Periodic Reporting for period 4 - TAROX (Targeting oxidative repair proteins for treatment of cancer and inflammation)
Periodo di rendicontazione: 2021-02-01 al 2021-07-31
A big challenge society faces is that today’s health care is focused more on reducing symptoms rather than attacking the underlying cause of the disease. With the granted money, we are addressing this challenge by targeting the repair processes of oxidative DNA damage, known to be affected in cancer and inflammatory disorders, to develop novel therapeutics that have the potential to treat the underlying cause of the disease. The outcome of this program would be new therapeutic interventions for many forms of cancer and different autoimmune, neurological disorders, and viral infections.
The overall objective of this project is to increase the understanding of how the repair of oxidative DNA damage is involved in disease etiology. Furthermore, to introduce a completely novel therapeutic approach to cancer, inflammation, neurodegenerative and viral diseases, based on first-in-class inhibitors to proteins involved in repairing oxidative DNA lesions. To achieve this, we are taking an interdisciplinary approach to:
1. Develop tools, probes to study proteins involved in the metabolism and repair of oxidative DNA lesions.
2. Understand the biological role of oxidative repair proteins and their relevance in disease.
3. Identify and explore inhibitors (e.g. MTH1 and OGG1) in cancer, inflammation, neurodegenerative diseases, and viral infections.
Our lab has made an orally available and well-tolerated MTH1 inhibitor, effective in most cancer disease models, including multi-drug resistant ones. Noteworthy, we are testing our most effective compounds in advanced cancer patients with solid malignancies.
The second objective was to gain further understanding of the molecular mechanisms of oxidative DNA repair. In this part of the project, we have uncovered many new insights and findings. We discovered a new role for NEIL3 in repairing oxidative DNA lesions at telomeres to prevent senescence, the interplay between repair proteins NEIL1, NEIL2, OGG1, a role for OGG1 in the repair of oxidative damage at telomeres, and the altering process of OGG1 chromatin dynamics by small-molecule inhibition. We have also continued our work on replication stress and linked protein involved in oxidative DNA repair and transcription to these processes. We have found a new function of the NUDT22 enzyme.
The final and most challenging objective was to translate our inhibitors into clinical use in diseases primary beyond cancer. This part is complicated but has also been the part where we have made the most significant breakthroughs. For MTH1 inhibitors, we demonstrate a new role in T cell-driven autoimmune diseases. Following the COVID 19 pandemic, we have escalated our work on anti-viral drugs, and the additional ERC PoC grant received in 2016 on novel anti-viral drugs has been helpful. We have shown that the OGG1 inhibitors show proof-of-concept in different viruses, including SARS-CoV2, which has led to the initiation of two new projects, including a newly funded project collaborating with Wuhan. An unexpected new role of NUDT15 in CMV viral therapy was uncovered and published.

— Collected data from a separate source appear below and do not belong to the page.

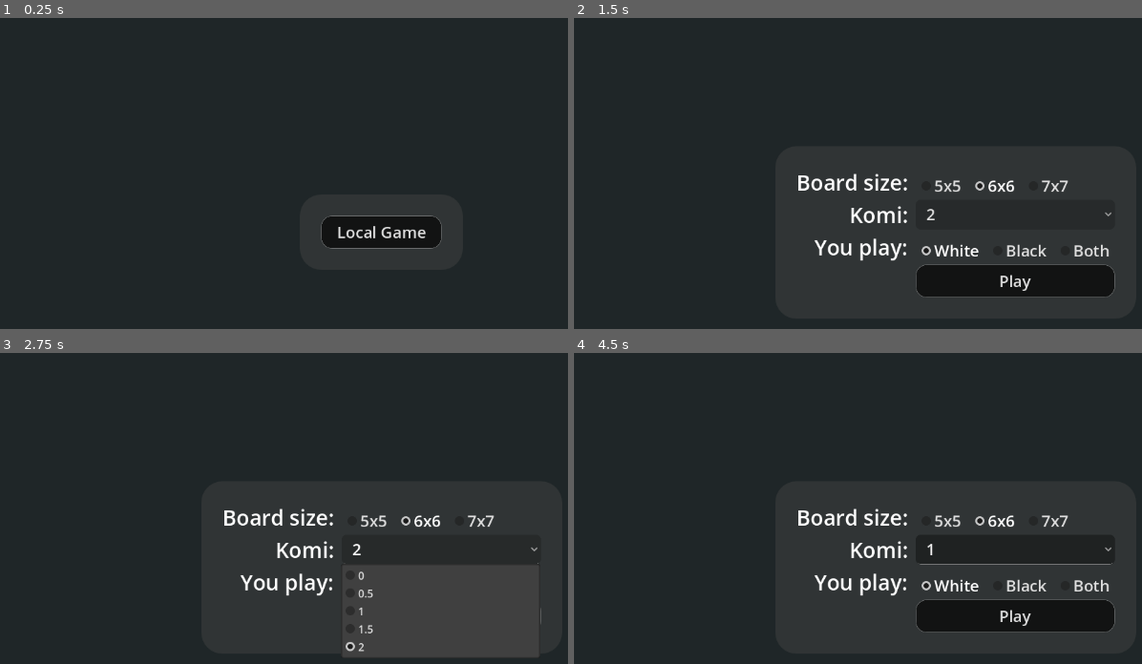
Above: before the commit, frames 1-4 (two rows, left to right).
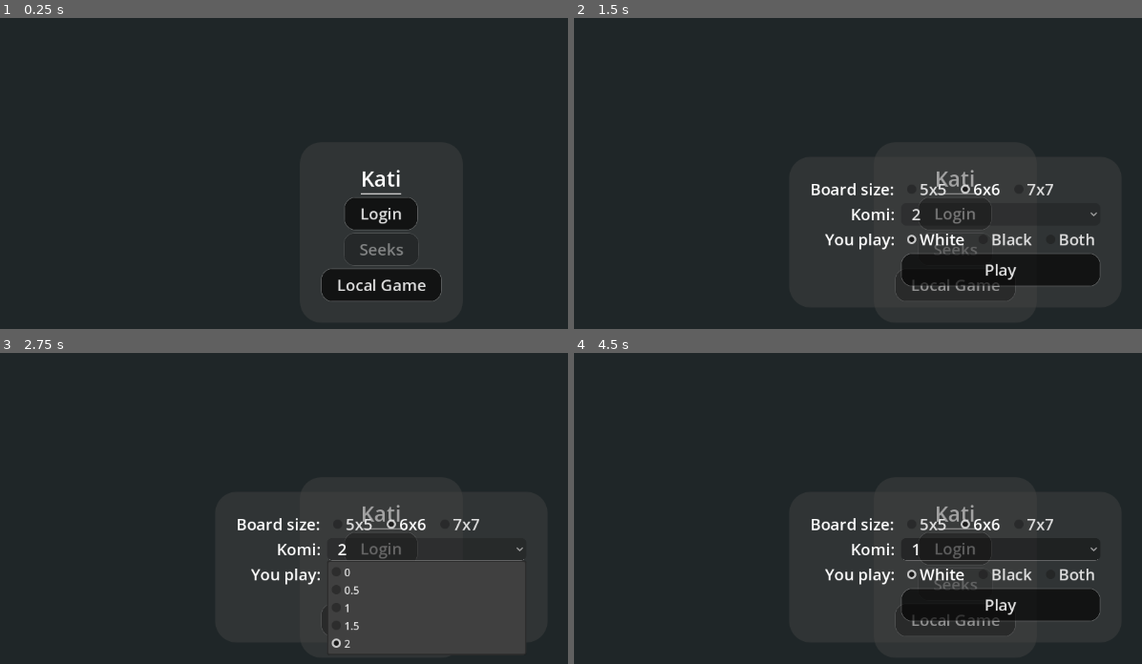
Above: after the commit, the same moments.

Repository: exoticorn/Kati
Game: Godot game, scene res://Scenes/app.tscn
Two runs of this game, one before a commit and one after it. Both use one fixed random seed, a clock stepped at 60 frames per second and the inputs below.
Inputs (mouse positions are in pixels of both pictures, inside the frame that each line leads up to):
- Up to frame 1 (0.25 s): no input
- Up to frame 2 (1.5 s): click "Local Game" at 0.5 s; click (613, 33) at 1.25 s, where only the run after the commit has a clickable "Menu"
- Up to frame 3 (2.75 s): click (380, 548) at 2 s, where only the run after the commit has a clickable "Login"
- Up to frame 4 (4.5 s): click "Play" at 2.75 s; click "1" at 3.5 s; click "Play" at 4.25 s

The runs differ from the first frame. In frame 1, 2.7% of the frame differs, in the area x 56-78%, y 48-92%; in frame 2, 5.8%; in frame 3, 3.1%; in frame 4, 6.2%, in the area x 39-96%, y 48-92%.

Commit message:
start of playtak connection

Diff:
--- a/Scenes/app.tscn
+++ b/Scenes/app.tscn
@@ -14,6 +14,7 @@
 anchor_bottom = 1.0
 grow_horizontal = 2
 grow_vertical = 2
+mouse_filter = 1
 script = ExtResource("1_nmq3k")
 
 [node name="Games" type="Control" parent="."]
@@ -23,6 +24,14 @@
 anchor_bottom = 1.0
 grow_horizontal = 2
 grow_vertical = 2
+mouse_filter = 1
+
+[node name="MenuButton" type="Button" parent="."]
+visible = false
+layout_mode = 0
+offset_right = 114.0
+offset_bottom = 50.0
+text = "Menu"
 
 [node name="MainMenu" type="PanelContainer" parent="."]
 layout_mode = 1
@@ -37,10 +46,30 @@
 offset_bottom = 25.0
 grow_horizontal = 2
 grow_vertical = 2
-theme_type_variation = &"MenuPanel"
-
-[node name="LocalGame" type="Button" parent="MainMenu"]
-layout_mode = 2
+
+[node name="Box" type="VBoxContainer" parent="MainMenu"]
+layout_mode = 2
+
+[node name="Titel" type="Label" parent="MainMenu/Box"]
+layout_mode = 2
+size_flags_horizontal = 4
+theme_type_variation = &"MenuTitel"
+text = "Kati"
+
+[node name="Login" type="Button" parent="MainMenu/Box"]
+layout_mode = 2
+size_flags_horizontal = 4
+text = "Login"
+
+[node name="Seeks" type="Button" parent="MainMenu/Box"]
+layout_mode = 2
+size_flags_horizontal = 4
+disabled = true
+text = "Seeks"
+
+[node name="LocalGame" type="Button" parent="MainMenu/Box"]
+layout_mode = 2
+size_flags_horizontal = 4
 text = "Local Game"
 
 [node name="LocalGame" type="PanelContainer" parent="."]
@@ -57,7 +86,6 @@
 offset_bottom = 20.0
 grow_horizontal = 2
 grow_vertical = 2
-theme_type_variation = &"MenuPanel"
 script = ExtResource("2_sb7qb")
 
 [node name="Rows" type="VBoxContainer" parent="LocalGame"]
@@ -155,6 +183,35 @@
 layout_mode = 2
 text = "Play"
 
-[connection signal="pressed" from="MainMenu/LocalGame" to="." method="_on_local_game_pressed"]
+[node name="Seeks" type="PanelContainer" parent="."]
+visible = false
+layout_mode = 1
+anchors_preset = 8
+anchor_left = 0.5
+anchor_top = 0.5
+anchor_right = 0.5
+anchor_bottom = 0.5
+offset_left = -16.0
+offset_top = -20.0
+offset_right = 16.0
+offset_bottom = 20.0
+grow_horizontal = 2
+grow_vertical = 2
+
+[node name="MainBox" type="VBoxContainer" parent="Seeks"]
+layout_mode = 2
+
+[node name="Titel" type="Label" parent="Seeks/MainBox"]
+layout_mode = 2
+theme_type_variation = &"MenuTitel"
+text = "Seeks:"
+
+[node name="Seeks" type="VBoxContainer" parent="Seeks/MainBox"]
+layout_mode = 2
+
+[connection signal="pressed" from="MenuButton" to="." method="_on_menu_button_pressed"]
+[connection signal="pressed" from="MainMenu/Box/Login" to="." method="_on_login_pressed"]
+[connection signal="pressed" from="MainMenu/Box/Seeks" to="." method="_on_seeks_pressed"]
+[connection signal="pressed" from="MainMenu/Box/LocalGame" to="." method="_on_local_game_pressed"]
 [connection signal="start_game" from="LocalGame" to="." method="_on_local_game_start_game"]
 [connection signal="pressed" from="LocalGame/Grid/Play" to="LocalGame" method="_on_play_pressed"]
--- a/Scenes/tak_board.tscn
+++ b/Scenes/tak_board.tscn
@@ -1,10 +1,11 @@
-[gd_scene load_steps=6 format=3 uid="uid://ckm3kb4aosxb4"]
+[gd_scene load_steps=7 format=3 uid="uid://ckm3kb4aosxb4"]
 
 [ext_resource type="Script" uid="uid://dgduyultasupv" path="res://Scripts/tak_board.gd" id="1_1wqm5"]
 [ext_resource type="CameraAttributesPractical" uid="uid://gtybhomfgbns" path="res://Scenes/cam_attr_normal.tres" id="2_la2l8"]
 [ext_resource type="Script" uid="uid://bs1712e7qggo7" path="res://Scripts/camera.gd" id="3_yhhd6"]
 [ext_resource type="Environment" uid="uid://gio35wn5euew" path="res://Scenes/env_low.tres" id="4_n4c1u"]
 [ext_resource type="PackedScene" uid="uid://dkwxditx1ga2f" path="res://Scenes/piece.tscn" id="5_63v3t"]
+[ext_resource type="Theme" uid="uid://je1ecuklaqff" path="res://board_ui_theme.tres" id="6_la2l8"]
 
 [node name="TakBoard" type="Node3D"]
 script = ExtResource("1_1wqm5")
@@ -37,6 +38,7 @@
 grow_horizontal = 2
 grow_vertical = 2
 mouse_filter = 1
+theme = ExtResource("6_la2l8")
 
 [node name="FlatsWhite" type="PanelContainer" parent="UI"]
 layout_mode = 0
--- a/Scripts/app.gd
+++ b/Scripts/app.gd
@@ -1,12 +1,46 @@
 extends Control
+
+var playtak: PlayTakInterface
+
+func _ready():
+	playtak = PlayTakInterface.new()
+	playtak.state_changed.connect(_on_playtak_state_changed)
+	add_child(playtak)
 
 func _on_local_game_pressed() -> void:
 	$MainMenu.hide()
 	$LocalGame.show()
-
+	$MenuButton.show()
 
 func _on_local_game_start_game(settings: Dictionary) -> void:
 	$LocalGame.hide()
 	var game = load("res://Scenes/local_game.tscn").instantiate()
 	game.settings = settings
 	$Games.add_child(game)
+
+func _on_seeks_pressed() -> void:
+	$MainMenu.hide()
+	$MenuButton.show()
+	$Seeks.show()
+
+func _on_login_pressed() -> void:
+	if playtak.state == PlayTakInterface.State.ONLINE:
+		playtak.close_connection()
+	else:
+		playtak.login("Guest")
+	$MainMenu/Box/Login.disabled = true
+
+func _on_playtak_state_changed():
+	if playtak.state == PlayTakInterface.State.ONLINE:
+		$MainMenu/Box/Login.text = "Logout " + playtak.username
+		$MainMenu/Box/Seeks.disabled = false
+	else:
+		$MainMenu/Box/Login.text = "Login"
+		$MainMenu/Box/Seeks.disabled = true
+	$MainMenu/Box/Login.disabled = false
+
+
+func _on_menu_button_pressed() -> void:
+	$MenuButton.hide()
+	$Seeks.hide()
+	$MainMenu.show()
--- /dev/null
+++ b/Scripts/playtak_interface.gd
@@ -0,0 +1,118 @@
+class_name PlayTakInterface extends Node
+
+enum State {
+	OFFLINE,
+	CONNECTING,
+	LOGGING_IN,
+	ONLINE
+}
+
+var ws_url = "ws://localhost:9999/ws"
+
+var ws := WebSocketPeer.new()
+var state := State.OFFLINE
+var user_pw: String
+var username: String
+
+enum ColorChoice { WHITE, BLACK, ANY}
+enum GameType { RATED, UNRATED, TOURNAMENT }
+
+class Seek:
+	var id: int
+	var user: String
+	var size: int
+	var time: int
+	var inc: int
+	var color: ColorChoice
+	var komi: float
+	var flat_count: int
+	var capstone_count: int
+	var game_type: GameType
+	var extra_time_move: int
+	var extra_time: int
+	var bot: bool
+
+var seeks: Array[Seek] = []
+var online_players: Array[String] = []
+
+signal state_changed
+signal seeks_changed
+signal players_changed
+
+func login(upw: String):
+	user_pw = upw
+	if state != State.OFFLINE:
+		close_connection()
+	ws.supported_protocols = PackedStringArray(["binary"])
+	ws.connect_to_url(ws_url)
+	state = State.CONNECTING
+
+func _process(_delta):
+	if state == State.OFFLINE:
+		return
+
+	ws.poll()
+	match ws.get_ready_state():
+		WebSocketPeer.STATE_CONNECTING:
+			return
+		WebSocketPeer.STATE_CLOSING:
+			return
+		WebSocketPeer.STATE_CLOSED:
+			state = State.OFFLINE # TODO: reconnect when we were ONLINE
+			state_changed.emit()
+			return
+
+	while ws.get_available_packet_count() > 0:
+		var line = ws.get_packet().get_string_from_ascii().rstrip(" \n")
+
+		print("> " + line)
+
+		match Array(line.split(" ")):
+			["Login", "or", "Register"] when state == State.CONNECTING:
+				send("Client Kati")
+				send("Protocol 2")
+				send("Login " + user_pw)
+				state = State.LOGGING_IN
+			["Authentication", "failure"]:
+				printerr("Failed to login to playtak server")
+				close_connection()
+			["Welcome", var uname]:
+				username = uname.left(-1)
+				state = State.ONLINE
+				print("Connected as " + username)
+				state_changed.emit()
+			["Seek", "new", var id, var user, var size, var time, var inc, var color, var half_komi, var flat_count, var capstone_count, var unrated, var tournament, var extra_time_move, var extra_time, var opp, var bot_seek]:
+				if opp != "0" && opp.to_lower() != username.to_lower():
+					return
+				var seek := Seek.new()
+				seek.id = id.to_int()
+				seek.user = user
+				seek.size = size.to_int()
+				seek.time = time.to_int()
+				seek.inc = inc.to_int()
+				seek.color = ColorChoice.WHITE if color == "W" else ColorChoice.BLACK if color == "B" else ColorChoice.ANY
+				seek.komi = half_komi.to_int() / 2.0
+				seek.flat_count = flat_count.to_int()
+				seek.capstone_count = capstone_count.to_int()
+				seek.game_type = GameType.TOURNAMENT if tournament == "1" else GameType.UNRATED if unrated == "1" else GameType.RATED
+				seek.extra_time_move = extra_time_move.to_int()
+				seek.extra_time = extra_time.to_int()
+				seek.bot = bot_seek == "1"
+				seeks.push_back(seek)
+				seeks_changed.emit()
+			["OnlinePlayers", ..]:
+				online_players = []
+				for player in line.right(-14).split(","):
+					online_players.push_back(player.lstrip("[\" ").rstrip("]\"")) # advanced parsing!
+				players_changed.emit()
+
+func send(line: String):
+	print("< " + line)
+	ws.send_text(line)
+
+func close_connection():
+	ws.close()
+	while ws.get_ready_state() != WebSocketPeer.STATE_CLOSED:
+		await get_tree().create_timer(0.1).timeout
+	state = State.OFFLINE
+	state_changed.emit()
--- /dev/null
+++ b/board_ui_theme.tres
@@ -0,0 +1,14 @@
+[gd_resource type="Theme" load_steps=2 format=3 uid="uid://je1ecuklaqff"]
+
+[sub_resource type="StyleBoxFlat" id="StyleBoxFlat_dmjyp"]
+content_margin_left = 16.0
+content_margin_right = 16.0
+bg_color = Color(0, 0, 0, 0.517647)
+corner_radius_top_left = 8
+corner_radius_top_right = 8
+corner_radius_bottom_right = 8
+corner_radius_bottom_left = 8
+
+[resource]
+Label/font_sizes/font_size = 32
+PanelContainer/styles/panel = SubResource("StyleBoxFlat_dmjyp")
--- a/ui_theme.tres
+++ b/ui_theme.tres
@@ -1,6 +1,27 @@
-[gd_resource type="Theme" load_steps=16 format=3 uid="uid://crtntg40ill57"]
+[gd_resource type="Theme" load_steps=17 format=3 uid="uid://crtntg40ill57"]
+
+[sub_resource type="StyleBoxFlat" id="StyleBoxFlat_uo360"]
+content_margin_left = 24.0
+content_margin_top = 8.0
+content_margin_right = 24.0
+content_margin_bottom = 8.0
+bg_color = Color(0, 0, 0, 0.21960784)
+border_width_left = 1
+border_width_top = 1
+border_width_right = 1
+border_width_bottom = 1
+border_color = Color(0.8, 0.8, 0.8, 0.1882353)
+border_blend = true
+corner_radius_top_left = 16
+corner_radius_top_right = 16
+corner_radius_bottom_right = 16
+corner_radius_bottom_left = 16
 
 [sub_resource type="StyleBoxFlat" id="StyleBoxFlat_2pn01"]
+content_margin_left = 24.0
+content_margin_top = 8.0
+content_margin_right = 24.0
+content_margin_bottom = 8.0
 bg_color = Color(0.169245, 0.169245, 0.169245, 0.631373)
 border_width_left = 1
 border_width_top = 1
@@ -14,6 +35,10 @@
 corner_radius_bottom_left = 16
 
 [sub_resource type="StyleBoxFlat" id="StyleBoxFlat_tbeor"]
+content_margin_left = 24.0
+content_margin_top = 8.0
+content_margin_right = 24.0
+content_margin_bottom = 8.0
 bg_color = Color(0.169245, 0.169245, 0.169245, 0.631373)
 border_width_left = 1
 border_width_top = 1
@@ -84,16 +109,9 @@
 content_margin_left = 8.0
 content_margin_right = 8.0
 
-[sub_resource type="StyleBoxFlat" id="StyleBoxFlat_5kxjo"]
-content_margin_left = 32.0
-content_margin_top = 32.0
-content_margin_right = 32.0
-content_margin_bottom = 32.0
-bg_color = Color(0.258824, 0.258824, 0.258824, 0.494118)
-corner_radius_top_left = 32
-corner_radius_top_right = 32
-corner_radius_bottom_right = 32
-corner_radius_bottom_left = 32
+[sub_resource type="StyleBoxFlat" id="StyleBoxFlat_dmjyp"]
+draw_center = false
+border_width_bottom = 2
 
 [sub_resource type="StyleBoxFlat" id="StyleBoxFlat_5y56j"]
 content_margin_left = 16.0
@@ -134,17 +152,20 @@
 corner_radius_bottom_right = 8
 corner_radius_bottom_left = 8
 
-[sub_resource type="StyleBoxFlat" id="StyleBoxFlat_dmjyp"]
-content_margin_left = 16.0
-content_margin_right = 16.0
-bg_color = Color(0, 0, 0, 0.517647)
-corner_radius_top_left = 8
-corner_radius_top_right = 8
-corner_radius_bottom_right = 8
-corner_radius_bottom_left = 8
+[sub_resource type="StyleBoxFlat" id="StyleBoxFlat_5kxjo"]
+content_margin_left = 32.0
+content_margin_top = 32.0
+content_margin_right = 32.0
+content_margin_bottom = 32.0
+bg_color = Color(0.258824, 0.258824, 0.258824, 0.494118)
+corner_radius_top_left = 32
+corner_radius_top_right = 32
+corner_radius_bottom_right = 32
+corner_radius_bottom_left = 32
 
 [resource]
 Button/font_sizes/font_size = 24
+Button/styles/disabled = SubResource("StyleBoxFlat_uo360")
 Button/styles/focus = SubResource("StyleBoxFlat_2pn01")
 Button/styles/hover = SubResource("StyleBoxFlat_tbeor")
 Button/styles/normal = SubResource("StyleBoxFlat_touxu")
@@ -155,11 +176,12 @@
 CheckBox/styles/hover_pressed = SubResource("StyleBoxEmpty_2pn01")
 CheckBox/styles/normal = SubResource("StyleBoxEmpty_touxu")
 CheckBox/styles/pressed = SubResource("StyleBoxEmpty_tbeor")
-Label/font_sizes/font_size = 32
-MenuPanel/base_type = &"PanelContainer"
-MenuPanel/styles/panel = SubResource("StyleBoxFlat_5kxjo")
+Label/font_sizes/font_size = 24
+MenuTitel/base_type = &"Label"
+MenuTitel/font_sizes/font_size = 32
+MenuTitel/styles/normal = SubResource("StyleBoxFlat_dmjyp")
 OptionButton/styles/focus = SubResource("StyleBoxFlat_5y56j")
 OptionButton/styles/hover = SubResource("StyleBoxFlat_g4wr8")
 OptionButton/styles/normal = SubResource("StyleBoxFlat_tpf0h")
 OptionButton/styles/pressed = SubResource("StyleBoxFlat_wgsb3")
-PanelContainer/styles/panel = SubResource("StyleBoxFlat_dmjyp")
+PanelContainer/styles/panel = SubResource("StyleBoxFlat_5kxjo")
Not shown, added: Scripts/playtak_interface.gd.uid

The most striking achievement is the discovery of the requirement of OGG1 for pro-inflammatory gene expression. Also, our OGG1 inhibitors are an entirely new way of suppressing pro-inflammatory gene expression, which we published in the journal Science. This discovery represents an unprecedented breakthrough that opens up numerous novel potential applications, and we have received massive attention for this work. While we report many papers in journals with high international standing, the work in the Science paper probably outweighs all other work and will make a considerable breakthrough. Since then, we have also come across a novel class of OGG1 activators showing an outstanding example of a small molecule inducing a new biochemical function for the protein. This work has been submitted to a top journal and received overall positive feedback from reviewers. The work to complete the requests from the reviewers has occupied a significant part of the lab, and we have stepped up with more staff to complete this task within the time frame. Overall, this was successful, and all additional experiments were completed just in time to complete this grant.
We will continue identifying novel targets and effective tool compounds, further understanding oxidative repair pathways, and developing selective and potent drugs to treat cancer, inflammation-based autoimmunity, and viral infections.